My wife was nine months pregnant, and who requested me for the day was if I couldn't
drink so much in case she went into labor, so she didn't have to drive herself to the
hospital.
I remember being in the hospital at my son's bedside, and it took the last lot that I ever
took.
I had an airplane whiskey, and I said to myself, you know, this is going to go one of two ways.
I'll continue on this path, and it's going to kill me, and it's going to ruin my family.
It's going to ruin everything I love, or I can make the decision to quit blaming my
circumstance and decide to act.
You know, I always come to the mindset of you don't like something to fix it, and so
at that point I said, you know what, I'm not going to accept this anymore, and we're going
to go out and we're going to find an answer.
And we were able to, and once I did that, and I was able to help myself, I said, my
God, how many people are in the same situation, and they don't know what to do?
You know what I mean?
And I think back to what my family was put through, and the solitary confinement sentence
that just didn't have to be, and I don't want another son going into his father's bedroom
to find his brain spotted all over the wall.
That's enough.
We can stop that, and we are stopping it.
Well, PTSD, I think it appears to me that people have had pure psychological trauma with
no physical component.
That's PTSD.
But the minute you incorporate one form or another of a physical trauma, that physical
trauma creates the same type of symptoms as PTSD does.
What we've been seeing when we start comparing from Vietnam on up to what's going on in
Afghanistan and Iraq and wherever in the world is that we're wearing body armor, so
it's protecting their body from the impact of trauma, but the head's still exposed.
Let's do linear first.
And linear is like being in a car accident at 10, 20 miles an hour.

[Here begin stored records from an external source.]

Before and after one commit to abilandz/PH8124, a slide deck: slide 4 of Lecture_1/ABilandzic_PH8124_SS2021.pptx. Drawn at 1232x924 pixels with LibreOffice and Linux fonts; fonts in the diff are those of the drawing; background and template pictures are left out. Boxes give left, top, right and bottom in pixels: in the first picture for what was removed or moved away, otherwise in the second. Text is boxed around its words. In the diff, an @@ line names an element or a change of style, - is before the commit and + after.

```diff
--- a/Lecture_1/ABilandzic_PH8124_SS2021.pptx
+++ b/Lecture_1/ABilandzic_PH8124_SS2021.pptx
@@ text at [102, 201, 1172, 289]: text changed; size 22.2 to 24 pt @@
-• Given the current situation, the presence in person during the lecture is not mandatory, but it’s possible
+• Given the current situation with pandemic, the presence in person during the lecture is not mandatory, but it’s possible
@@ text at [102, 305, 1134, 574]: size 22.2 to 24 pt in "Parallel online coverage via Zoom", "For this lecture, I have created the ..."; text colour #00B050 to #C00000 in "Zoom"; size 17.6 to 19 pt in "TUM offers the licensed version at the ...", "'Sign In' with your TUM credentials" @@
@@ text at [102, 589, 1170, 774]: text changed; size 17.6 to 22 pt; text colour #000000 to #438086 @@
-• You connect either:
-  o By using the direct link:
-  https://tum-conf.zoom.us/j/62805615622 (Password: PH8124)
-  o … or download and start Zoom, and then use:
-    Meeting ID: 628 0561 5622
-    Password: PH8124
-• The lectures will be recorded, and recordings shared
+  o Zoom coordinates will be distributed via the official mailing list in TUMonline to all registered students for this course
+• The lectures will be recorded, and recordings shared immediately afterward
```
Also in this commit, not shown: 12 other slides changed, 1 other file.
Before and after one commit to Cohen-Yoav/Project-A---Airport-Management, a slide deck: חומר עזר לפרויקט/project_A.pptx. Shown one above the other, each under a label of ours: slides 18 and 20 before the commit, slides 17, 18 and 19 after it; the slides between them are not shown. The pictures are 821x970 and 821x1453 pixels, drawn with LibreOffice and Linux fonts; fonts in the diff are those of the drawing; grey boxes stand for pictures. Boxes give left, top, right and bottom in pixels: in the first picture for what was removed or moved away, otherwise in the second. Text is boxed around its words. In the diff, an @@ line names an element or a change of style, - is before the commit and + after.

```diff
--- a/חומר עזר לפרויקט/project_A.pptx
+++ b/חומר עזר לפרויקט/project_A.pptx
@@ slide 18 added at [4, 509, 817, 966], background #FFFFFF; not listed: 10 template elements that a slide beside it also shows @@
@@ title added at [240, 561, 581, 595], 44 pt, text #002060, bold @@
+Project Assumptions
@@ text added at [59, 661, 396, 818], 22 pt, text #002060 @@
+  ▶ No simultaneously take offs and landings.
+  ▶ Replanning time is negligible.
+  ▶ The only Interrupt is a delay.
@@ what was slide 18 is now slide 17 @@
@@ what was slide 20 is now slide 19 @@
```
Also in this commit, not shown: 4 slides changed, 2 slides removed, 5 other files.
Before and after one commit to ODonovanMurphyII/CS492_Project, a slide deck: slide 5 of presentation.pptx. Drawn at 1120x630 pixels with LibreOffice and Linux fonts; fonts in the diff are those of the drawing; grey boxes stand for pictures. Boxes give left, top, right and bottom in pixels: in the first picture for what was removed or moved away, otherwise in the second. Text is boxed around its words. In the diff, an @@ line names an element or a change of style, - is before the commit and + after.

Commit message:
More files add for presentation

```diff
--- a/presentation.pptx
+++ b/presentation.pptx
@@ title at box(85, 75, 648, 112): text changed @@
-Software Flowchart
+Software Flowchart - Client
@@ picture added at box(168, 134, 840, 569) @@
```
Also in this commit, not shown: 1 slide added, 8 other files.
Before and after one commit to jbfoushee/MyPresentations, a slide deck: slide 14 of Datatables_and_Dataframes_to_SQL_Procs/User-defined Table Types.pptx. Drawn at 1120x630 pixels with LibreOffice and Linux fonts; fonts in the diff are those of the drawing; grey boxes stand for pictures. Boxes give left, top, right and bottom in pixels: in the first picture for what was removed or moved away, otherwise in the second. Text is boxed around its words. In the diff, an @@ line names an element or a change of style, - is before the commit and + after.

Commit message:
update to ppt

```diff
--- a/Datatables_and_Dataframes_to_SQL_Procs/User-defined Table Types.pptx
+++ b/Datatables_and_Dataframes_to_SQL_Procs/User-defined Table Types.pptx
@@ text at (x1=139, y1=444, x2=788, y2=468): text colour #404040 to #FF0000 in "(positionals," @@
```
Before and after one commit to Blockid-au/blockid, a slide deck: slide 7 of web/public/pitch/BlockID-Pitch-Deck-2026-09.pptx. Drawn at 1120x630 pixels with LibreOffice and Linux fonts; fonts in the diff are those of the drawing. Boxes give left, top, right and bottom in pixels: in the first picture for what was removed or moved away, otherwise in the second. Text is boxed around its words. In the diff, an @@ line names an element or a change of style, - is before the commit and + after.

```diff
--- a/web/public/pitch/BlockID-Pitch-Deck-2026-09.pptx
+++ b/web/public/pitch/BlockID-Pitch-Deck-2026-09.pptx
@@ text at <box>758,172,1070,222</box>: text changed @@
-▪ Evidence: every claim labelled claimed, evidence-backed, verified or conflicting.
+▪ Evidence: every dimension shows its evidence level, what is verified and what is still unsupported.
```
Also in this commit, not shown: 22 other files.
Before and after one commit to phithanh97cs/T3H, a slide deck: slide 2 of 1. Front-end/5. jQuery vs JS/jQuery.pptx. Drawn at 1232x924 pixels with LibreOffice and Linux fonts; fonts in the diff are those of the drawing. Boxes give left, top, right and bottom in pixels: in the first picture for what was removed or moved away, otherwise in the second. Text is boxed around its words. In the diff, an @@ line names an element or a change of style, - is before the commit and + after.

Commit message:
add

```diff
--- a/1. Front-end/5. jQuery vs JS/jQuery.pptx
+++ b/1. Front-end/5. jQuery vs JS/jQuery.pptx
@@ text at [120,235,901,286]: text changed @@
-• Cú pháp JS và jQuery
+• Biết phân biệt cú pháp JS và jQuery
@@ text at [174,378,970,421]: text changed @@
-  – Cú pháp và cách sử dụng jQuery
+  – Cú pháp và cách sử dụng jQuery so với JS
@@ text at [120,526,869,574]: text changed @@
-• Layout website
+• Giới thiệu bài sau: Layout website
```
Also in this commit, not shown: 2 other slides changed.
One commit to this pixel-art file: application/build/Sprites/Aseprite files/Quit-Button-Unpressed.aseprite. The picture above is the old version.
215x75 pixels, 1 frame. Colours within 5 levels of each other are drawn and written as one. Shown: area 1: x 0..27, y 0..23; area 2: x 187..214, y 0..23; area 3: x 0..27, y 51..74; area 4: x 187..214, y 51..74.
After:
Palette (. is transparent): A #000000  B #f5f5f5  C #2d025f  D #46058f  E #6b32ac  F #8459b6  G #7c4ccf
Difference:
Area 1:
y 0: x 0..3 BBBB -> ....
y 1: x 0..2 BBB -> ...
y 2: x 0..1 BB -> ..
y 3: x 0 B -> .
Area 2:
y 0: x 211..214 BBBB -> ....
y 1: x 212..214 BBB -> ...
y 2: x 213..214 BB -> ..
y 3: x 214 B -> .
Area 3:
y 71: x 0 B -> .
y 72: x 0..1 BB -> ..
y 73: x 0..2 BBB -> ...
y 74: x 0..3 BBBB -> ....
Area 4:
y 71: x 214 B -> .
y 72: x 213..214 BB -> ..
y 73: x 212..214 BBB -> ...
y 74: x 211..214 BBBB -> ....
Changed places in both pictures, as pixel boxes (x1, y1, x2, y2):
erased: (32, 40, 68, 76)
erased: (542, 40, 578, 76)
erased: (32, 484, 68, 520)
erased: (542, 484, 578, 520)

You're driving and you rear end someone or someone rear ends you.
What happens is you have to remember that the brain's floating in water.
Cerebral spinal fluid.
So it's floating.
And this is the frontal lobe.
This is the frontal lobe.
And right under here, the skull has a ridge.
And so when it's thrown forward, the ridge hits this part of the brain, the frontal, and
then it goes back and hits the back of the brain.
So you get what they call coup, counter coup injury.
So you get the frontal and the occipital lobe, occipital for vision, frontal lobe for
sequential activities, for choosing the right things by being correct, socially correct,
personally correct, environmentally correct, and mood, stability of mood.
The pituitary is right here.
It's that little bean shaped thing.
And the pituitary has what, nine hormones in it.
And those nine hormones go to different organs, different glands throughout the body to turn
them on or to slow down.
But higher up in the hypothalamus is the control mechanism.
It's like a sensor that moment to moment, second to second, nanosecond to nanosecond
is asking the question, are the hormone levels that are circulating in the blood adequate
for right now?
And if they're adequate, it does nothing.
But if it's low, it increases the pituitary's release of stimulating hormones to tell the
testicles through something called luteinizing hormone LH, increased production of testosterone
or to the ovaries, increased testosterone estrogen.
So this is all based upon what we call homeostasis, a balance.
And as long as the receptor or the sensor is working and the pituitary is working and the glands
on the periphery are working, we'll always have optimal amounts of hormones.
You damage any one of them.
You damage the peripheral organ like someone who develops trauma to the testicle and loses
the testicle or has a cancer of the thyroid and loses the thyroid.
You need to replace those hormones.
And in blast trauma or head trauma or any kind of trauma whatsoever, you can lose the brain's
homeostasis or regulatory mechanism and you lose that hormone.
What the literature is full of is with certain hormone deficiencies like testosterone, a hot
topic, testosterone, if it's low can cause what we call dysthymia, which is like melancholy
or feeling blue or a very mild form of depression.
And as the testosterone deficiency becomes more and more and possibly an addition of
another hormone deficiency, you get full blown out depression with suicide ideation.
And it's in the literature right now that hormone deficiency and suicide are connected.
So the process how we do this when you're in the program is after you've been cleared
for funding, step one is to get your blood drawn.
So what we do is we make preparations with the lab that's closest to your geographical
location.
So you'll take the blood kit to the lab.
They'll draw your blood just like this.
Then the lab will send it to access labs, which is in Jupiter, Florida.
They then process these blood work and get the results.
They send those results to Dr. Gordon's office here at Millennium Health Centers.
Dr. Gordon will then write your detailed report and send it to you via FedEx as well as an
email.
And then we'll make considerations and planning to have Dr. Gordon Skype with you to go over
what the results have shown.
And through the Skype consultation, you guys will both come to an understanding and an
agreement of what your protocol should be.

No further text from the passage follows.